I (late 40s) love my eink ereader (a Kobo Aura HD) when reading for pleasure.
I also use it for reading a lot of web-page articles away from the computer
(via it’s pocket integration). I’ve read 205 books in the last three years[1]
and I would say less than five were physical books.

On the other hand, almost all those books were fiction, read for pleasure. I
would never read that amount on a tablet screen or any similar screen that
emits its own light.

I also find for technical topics, especially if they involve lots of diagrams
or tables, I prefer physical over electronic because the ability to navigate
around and annotate is so much faster and superior.

§

My kids, who are now in the teens and both avid readers, prefer physical books
over electronic almost exclusively. They are willing to wait weeks to get hold
of a physical version of an eagerly anticipated tome rather than get the
electronic version immediately.

The only time my daughter uses an eink reader is when something she really
wants to read is only being published electronically, never physically. I have
tried to get her interested in a few books or series I think she would like,
but with the rare exception was unsuccessful unless I could provide a physical
version of the book.

§

At the opposite end, my dad (late 70s) who while not quite a luddite is far
from a digital native, has expressed interest in getting an ebook reader
primarily because he can then change the text to a comfortable size for his
failing eyesight.

[1]
[http://www.michevan.id.au/tag/books/](http://www.michevan.id.au/tag/books/)

------
ilamont
I'm an indie publisher of utility nonfiction (i.e. how-to guides). Close to
90% of online unit sales are print. This number has actually risen in recent
years as print has grown and ebook sales have remained flat or declined. There
are lots of theories floating around on why this is so, but I have to say that
Google and Apple have really dropped the ball while Amazon continues to blaze
forward on many product and service fronts. For example: at one time the iPad
ebook experience was vastly superior to the original Kindle, now with the
Kindle Fire and Paperwhite (not to mention the Kindle iOS app) Amazon is in
front.

For an analysis of trends in the industry check out the Author Earnings
reports here: [http://authorearnings.com/](http://authorearnings.com/)

------
erickhill
We bought Kindles for both of my kids, as they expressed a sincere interest.
Today, those devices collect a lot of dust. I can't put my finger on why. With
my son (7), I do know he seems to really enjoy books that include pictures
scattered throughout the text (e.g. Geronimo Stilton). For my daughter (9),
who reads very thick paper books typically in series, I really don't know - so
has a huge reading appetite and reads every chance she can get. It may be she
has much easier access to paper versions. She almost never has to ask us to
buy her a book as she can just go pick one up.
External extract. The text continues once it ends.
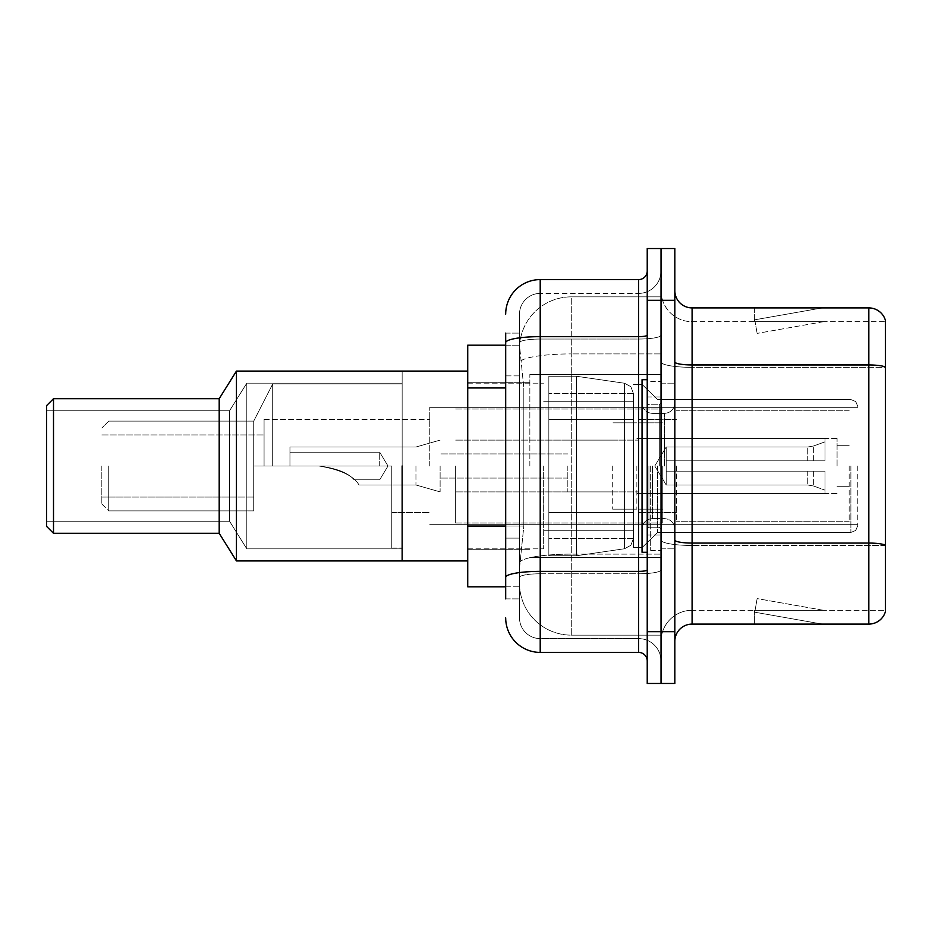 <?xml version="1.0" encoding="UTF-8"?>
<svg xmlns="http://www.w3.org/2000/svg" width="932" height="932" viewBox="0 0 932 932"><rect width="100%" height="100%" fill="white"/><g stroke="black" fill="none" stroke-linecap="round" stroke-linejoin="round"><path stroke-width="0.7" stroke-dasharray="4.66 3.5" d="M661.033 466L661.033 374.524L661.033 466M529.854 466L529.854 374.524L529.854 466M505.692 526.044L523.831 526.044L519.718 566.108L523.831 526.044L523.831 387.968L523.831 526.044L467.724 526.044L467.724 586.811L519.613 586.811L519.508 583.362A51.773 51.773 0 0 0 571.281 635.146L661.033 635.146L661.033 554.121L661.033 635.146L571.281 635.146L571.281 554.121L571.281 635.146A51.773 51.773 0 0 1 519.508 583.362L519.508 572.831L519.613 586.811L505.692 586.811M519.718 566.108L519.508 572.831L519.718 566.108M467.724 466L467.724 560.924L467.724 466M571.281 296.854L661.033 296.854L661.033 353.904L661.033 296.854L571.281 296.854A51.773 51.773 0 0 0 519.578 345.9L523.831 387.968L519.578 345.9A51.773 51.773 0 0 1 571.281 296.854L571.281 353.904L661.033 353.904L661.033 554.121L661.033 353.904L571.281 353.904L571.281 296.854A51.773 51.773 0 0 0 519.578 345.9M505.692 375.887L519.508 375.887L519.508 538.125L519.508 333.108L519.508 375.887L505.692 375.887L505.692 538.125L505.692 345.19L519.613 345.19L467.724 345.19L467.724 526.044M505.692 598.892L519.508 598.892L505.692 598.892L505.692 538.125L519.508 538.125L519.508 598.892L519.508 538.125L505.692 538.125M505.692 617.881A34.519 34.519 0 0 0 540.211 652.4L540.211 638.595A20.714 20.714 0 0 1 519.508 617.881L519.508 342.638L519.508 617.881A20.714 20.714 0 0 0 540.211 638.595L638.595 638.595L638.595 583.362L638.595 652.4A8.633 8.633 0 0 1 647.227 661.033L647.227 270.967L647.227 661.033M661.033 583.362L661.033 335.147L661.033 583.362M647.227 466L647.227 552.292L647.227 466M647.227 300.314L647.227 248.529L661.033 248.529L661.033 300.314L661.033 248.529L674.838 248.529L674.838 300.314L661.033 300.314L661.033 631.686L661.033 300.314L647.227 300.314L647.227 631.686L661.033 631.686L661.033 683.471L661.033 631.686L674.838 631.686L674.838 300.314M674.838 631.686L674.838 683.471L647.227 683.471L647.227 631.686M661.033 270.967L661.033 335.147L661.033 270.967A22.438 22.438 0 0 1 638.595 293.405A22.438 22.438 0 0 0 661.033 270.967A22.438 22.438 0 0 1 638.595 293.405L638.595 638.595L540.211 638.595L540.211 573.774L638.595 573.774A22.438 3.891 0 0 0 661.033 569.871A22.438 3.891 0 0 1 638.595 573.774L638.595 293.405L540.211 293.405L638.595 293.405M505.692 333.108L519.508 333.108L505.692 333.108L505.692 577.374A34.519 6 180 0 1 540.211 571.374L540.211 279.6A34.519 34.519 0 0 0 505.692 314.119A34.519 34.519 0 0 1 540.211 279.6L638.595 279.6A8.633 8.633 0 0 0 647.227 270.967A8.633 8.633 0 0 1 638.595 279.6L638.595 583.362L638.595 573.774L540.211 573.774L540.211 293.405L540.211 339.05L638.595 339.05A22.438 3.891 0 0 0 661.033 335.147A22.438 3.891 0 0 1 638.595 339.05L540.211 339.05L540.211 583.362L540.211 571.374L638.595 571.374A8.633 1.503 0 0 0 647.227 569.871M540.211 652.4L638.595 652.4M505.692 577.374L505.692 583.362M519.508 314.119L519.508 342.638L519.508 314.119A20.714 20.714 0 0 1 540.211 293.405A20.714 20.714 0 0 0 519.508 314.119A20.714 20.714 0 0 1 540.211 293.405M661.033 661.033A22.438 22.438 0 0 0 638.595 638.595A22.438 22.438 0 0 1 661.033 661.033A22.438 22.438 0 0 0 638.595 638.595M674.838 466L674.838 383.157L674.838 466M650.676 466L650.676 550.567L650.676 466M661.033 555.053L661.033 361.954L661.033 555.053M885.4 555.053L885.4 320.328A17.254 17.254 0 0 0 868.834 307.91L868.834 624.091A17.254 17.254 0 0 0 885.4 611.672L885.4 555.053L885.4 610.285L692.092 610.285L692.092 307.91A17.254 17.254 0 0 1 674.838 290.644L674.838 361.954L674.838 290.644M674.838 641.356L674.838 361.954L674.838 641.356A17.254 17.254 0 0 1 692.092 624.091L692.092 555.053L692.092 610.285L885.4 610.285L885.4 367.348L692.092 367.348L692.092 545.465A31.071 5.394 0 0 1 661.033 540.071A31.071 5.394 0 0 0 692.092 545.465L692.092 321.715A31.071 31.071 0 0 1 661.033 290.644L661.033 361.954L661.033 290.644A31.071 31.071 0 0 0 692.092 321.715L692.092 367.348A31.071 5.394 0 0 1 661.033 361.954A31.071 5.394 0 0 0 692.092 367.348L885.4 367.348M821.045 623.881A13.805 13.805 0 0 0 823.434 624.091L754.396 624.091L823.434 624.091A13.805 13.805 0 0 1 821.045 623.881A13.805 13.805 0 0 0 823.434 624.091A13.805 13.805 0 0 1 821.045 623.881A13.805 13.805 0 0 0 823.434 624.091A13.805 13.805 0 0 1 821.045 623.881A13.805 13.805 0 0 0 823.434 624.091A13.805 13.805 0 0 1 821.045 623.881A13.805 13.805 0 0 0 823.434 624.091A13.805 13.805 0 0 1 821.045 623.881A13.805 13.805 0 0 0 823.434 624.091A13.805 13.805 0 0 1 821.045 623.881A13.805 13.805 0 0 0 823.434 624.091A13.805 13.805 0 0 1 821.045 623.881A13.805 13.805 0 0 0 823.434 624.091A13.805 13.805 0 0 1 821.045 623.881A13.805 13.805 0 0 0 823.434 624.091A13.805 13.805 0 0 1 821.045 623.881L754.757 612.196L821.045 623.881M754.396 610.285L754.396 624.091L754.396 610.285L755.083 610.285L754.757 612.196L755.083 610.285L754.396 610.285L754.396 624.091L754.396 610.285L755.083 610.285L754.757 612.196L755.083 610.285L754.396 610.285L754.396 624.091L754.396 610.285L755.083 610.285L754.757 612.196L755.083 610.285L754.396 610.285L754.396 624.091L754.396 610.285L755.083 610.285L754.757 612.196L755.083 610.285L754.396 610.285L754.396 624.091L754.396 610.285L755.083 610.285L754.757 612.196L755.083 610.285L754.396 610.285L754.396 624.091L754.396 610.285L755.083 610.285L754.757 612.196L755.083 610.285L754.396 610.285L754.396 624.091L754.396 610.285L755.083 610.285L754.757 612.196L755.083 610.285L754.396 610.285L754.396 624.091L754.396 610.285L755.083 610.285L754.757 612.196L755.083 610.285L754.396 610.285L754.396 624.091L754.396 610.285L755.083 610.285L754.757 612.196L755.083 610.285L754.396 610.285M868.834 624.091L692.092 624.091M885.4 320.328A17.254 17.254 0 0 0 868.834 307.91L692.092 307.91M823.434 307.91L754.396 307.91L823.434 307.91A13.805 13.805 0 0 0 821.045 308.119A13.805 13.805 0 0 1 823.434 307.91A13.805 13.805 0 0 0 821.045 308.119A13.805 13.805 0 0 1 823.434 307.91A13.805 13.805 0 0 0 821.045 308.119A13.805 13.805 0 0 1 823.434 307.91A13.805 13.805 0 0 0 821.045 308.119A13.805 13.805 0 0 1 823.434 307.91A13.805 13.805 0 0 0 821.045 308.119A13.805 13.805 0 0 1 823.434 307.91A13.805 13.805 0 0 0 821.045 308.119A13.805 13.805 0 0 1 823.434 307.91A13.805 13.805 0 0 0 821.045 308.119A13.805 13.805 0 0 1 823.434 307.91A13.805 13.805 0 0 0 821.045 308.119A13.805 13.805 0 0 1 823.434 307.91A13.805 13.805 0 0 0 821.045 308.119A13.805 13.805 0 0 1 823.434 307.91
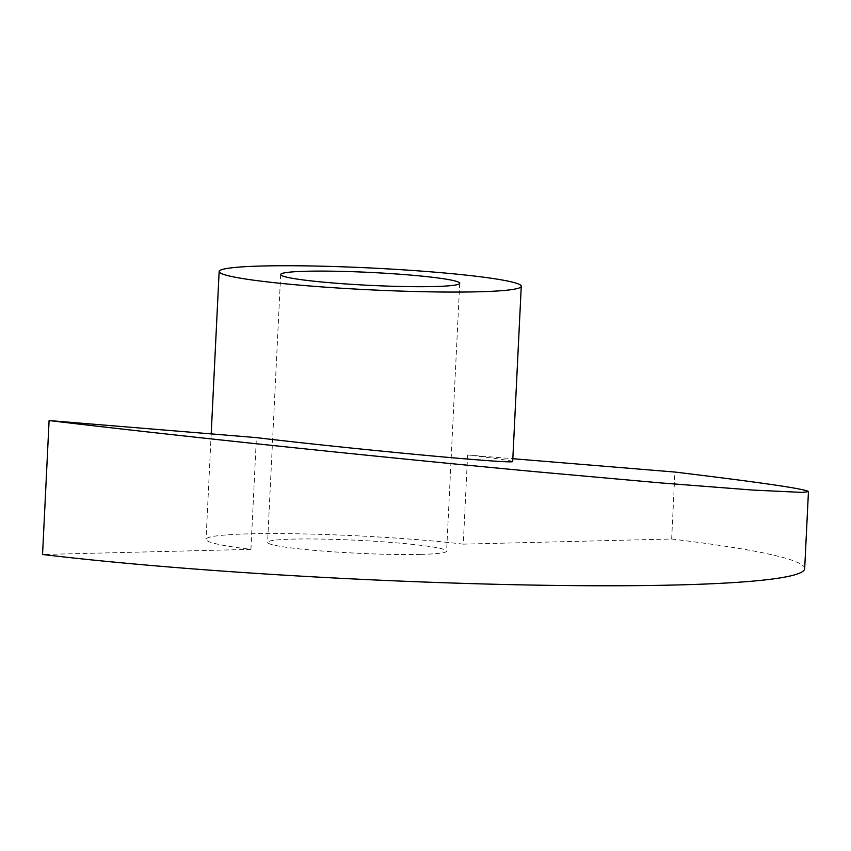 <?xml version="1.0" encoding="UTF-8"?>
<svg xmlns="http://www.w3.org/2000/svg" width="851" height="851" viewBox="0 0 851 851"><rect width="100%" height="100%" fill="white"/><g stroke="black" fill="none" stroke-linecap="round" stroke-linejoin="round"><path stroke-width="0.64" stroke-dasharray="4.25 3.19" d="M512.685 461.604C512.025 460.742 497.005 458.54 467.625 454.998L512.823 458.71M804.684 568.638A448.115 32.349 2.8 0 0 671.652 539.013L463.263 544.14L467.625 454.998M463.263 544.14A151.244 10.914 2.8 0 0 249.641 533.843A151.244 10.914 2.8 0 0 206.038 539.364A151.244 10.914 2.8 0 0 250.939 549.363L256.406 437.616M420.788 554.395A89.621 6.468 2.8 0 0 446.615 551.129A89.621 6.468 2.8 0 0 391.247 542.427A89.621 6.468 2.8 0 0 293.414 539.098A89.621 6.468 2.8 0 0 267.586 542.374A89.621 6.468 2.8 0 0 322.954 551.076A89.621 6.468 2.8 0 0 420.788 554.395M671.652 539.013L674.928 472.05M250.939 549.363L42.55 554.48M459.721 283.277L446.615 551.129M280.681 274.522L267.586 542.374M211.197 433.893L206.038 539.364"/><path stroke-width="1.28" d="M512.823 458.71L674.928 472.05C761.975 482.57 806.482 489.091 808.45 491.644L802.121 492.41L752.997 490.08L660.333 482.879L534.46 471.603C372.1 456.402 174.646 435.638 49.103 420.554L256.406 437.616C312.668 444.413 414.235 454.711 469.475 459.21C497.612 461.508 512.004 462.306 512.685 461.604L521.259 286.287A151.244 10.914 -177.2 0 1 477.666 291.808A151.244 10.914 -177.2 0 1 312.572 286.202A151.244 10.914 -177.2 0 1 219.143 271.512A151.244 10.914 -177.2 0 1 262.736 265.991A151.244 10.914 -177.2 0 1 427.83 271.597A151.244 10.914 -177.2 0 1 521.259 286.287M306.52 271.246A89.621 6.468 -177.2 0 1 404.353 274.575A89.621 6.468 -177.2 0 1 459.721 283.277A89.621 6.468 -177.2 0 1 433.882 286.553A89.621 6.468 -177.2 0 1 336.049 283.223A89.621 6.468 -177.2 0 1 280.681 274.522A89.621 6.468 -177.2 0 1 306.52 271.246M808.45 491.644L804.684 568.638A448.115 32.349 2.8 0 1 528.918 585.009A448.115 32.349 2.8 0 1 42.55 554.48L49.103 420.554M219.143 271.512L211.197 433.893"/></g></svg>

I should ask her. I do sometimes wonder if there is a bit of subliminal
affection for the covers of books, too, to reinforce one's personal identity,
which you never get with a black mirror.

------
Gonzih
I feel that whenever I have book that Im reading on kindle it's much harder
for me to pick it up and continue reading after couple of days.

------
jlarocco
Considering just the reading experience, I prefer physical books, too.

But there's more to consider, and eBooks are better and more convenient in
every user case that I have.

I still buy a lot of physical books, but only from used book stores, and only
when there's unlikely to ever be an eBook. If I'm buying a new book, it's
going to be digital. The only exception is for outdoor guide books.

------
TWAndrews
This is definitely true for my 7 year old daughter. She's an avid reader, but
even when I buy a book she is very interested in reading (typically the next
in a current series) on a Kindle rather than getting her a hard copy, she'll
end up reading something else.

------
holydude
I prefer physical books for reading fiction and eink / display for tech books.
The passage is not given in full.